* [How to complete this task]:
Where a picture appears, skip it; print everything else in the records exactly as it stands.

* [Material shown]:

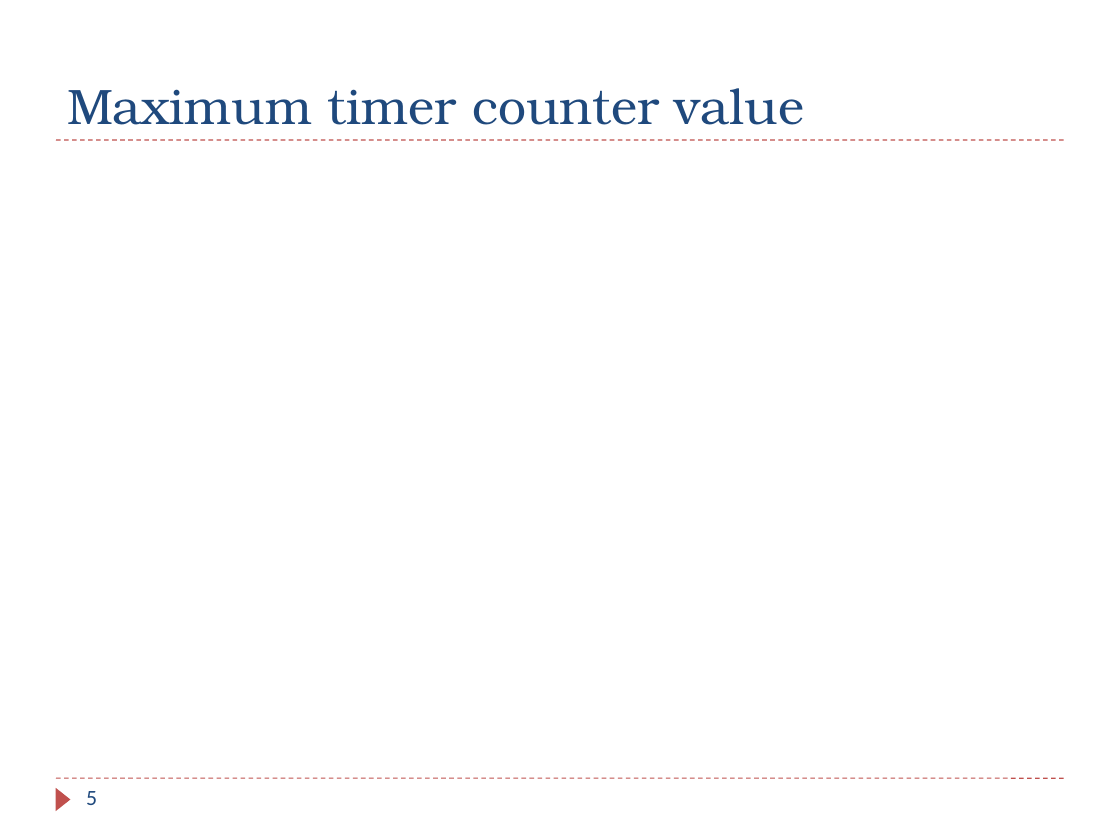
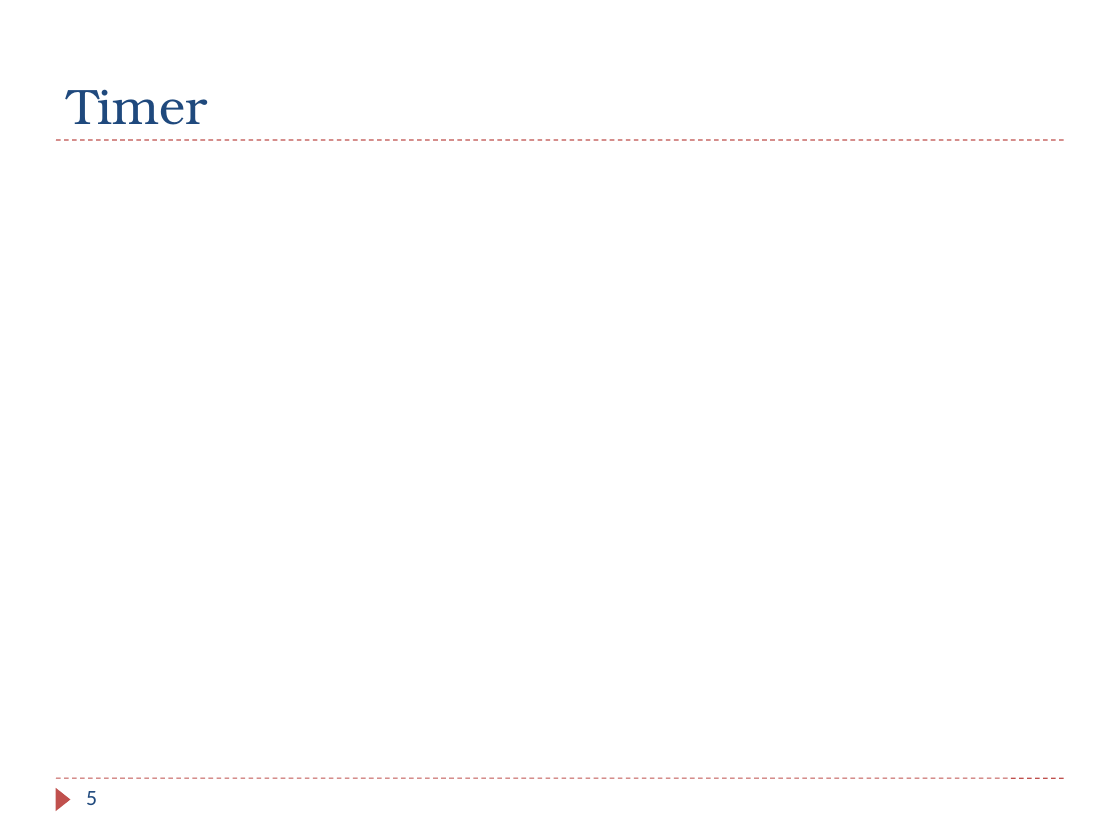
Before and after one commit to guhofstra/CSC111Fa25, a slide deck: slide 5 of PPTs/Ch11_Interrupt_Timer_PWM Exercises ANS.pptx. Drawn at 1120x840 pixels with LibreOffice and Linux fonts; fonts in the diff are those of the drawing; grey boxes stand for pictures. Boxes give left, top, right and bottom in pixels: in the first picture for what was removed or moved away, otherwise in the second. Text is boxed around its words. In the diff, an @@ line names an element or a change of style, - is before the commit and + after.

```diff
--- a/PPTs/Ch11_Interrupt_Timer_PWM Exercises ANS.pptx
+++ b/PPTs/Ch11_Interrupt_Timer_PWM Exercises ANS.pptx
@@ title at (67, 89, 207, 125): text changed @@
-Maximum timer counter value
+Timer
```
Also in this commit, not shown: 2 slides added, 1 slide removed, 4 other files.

* [Your solution]:
Before and after one commit to guhofstra/CSC111Fa25, a slide deck: slide 5 of PPTs/Ch11_Interrupt_Timer_PWM Exercises ANS.pptx. Drawn at 1120x840 pixels with LibreOffice and Linux fonts; fonts in the diff are those of the drawing; grey boxes stand for pictures. Boxes give left, top, right and bottom in pixels: in the first picture for what was removed or moved away, otherwise in the second. Text is boxed around its words. In the diff, an @@ line names an element or a change of style, - is before the commit and + after.

```diff
--- a/PPTs/Ch11_Interrupt_Timer_PWM Exercises ANS.pptx
+++ b/PPTs/Ch11_Interrupt_Timer_PWM Exercises ANS.pptx
@@ title at (67, 89, 207, 125): text changed @@
-Maximum timer counter value
+Timer
```
Also in this commit, not shown: 2 slides added, 1 slide removed, 4 other files.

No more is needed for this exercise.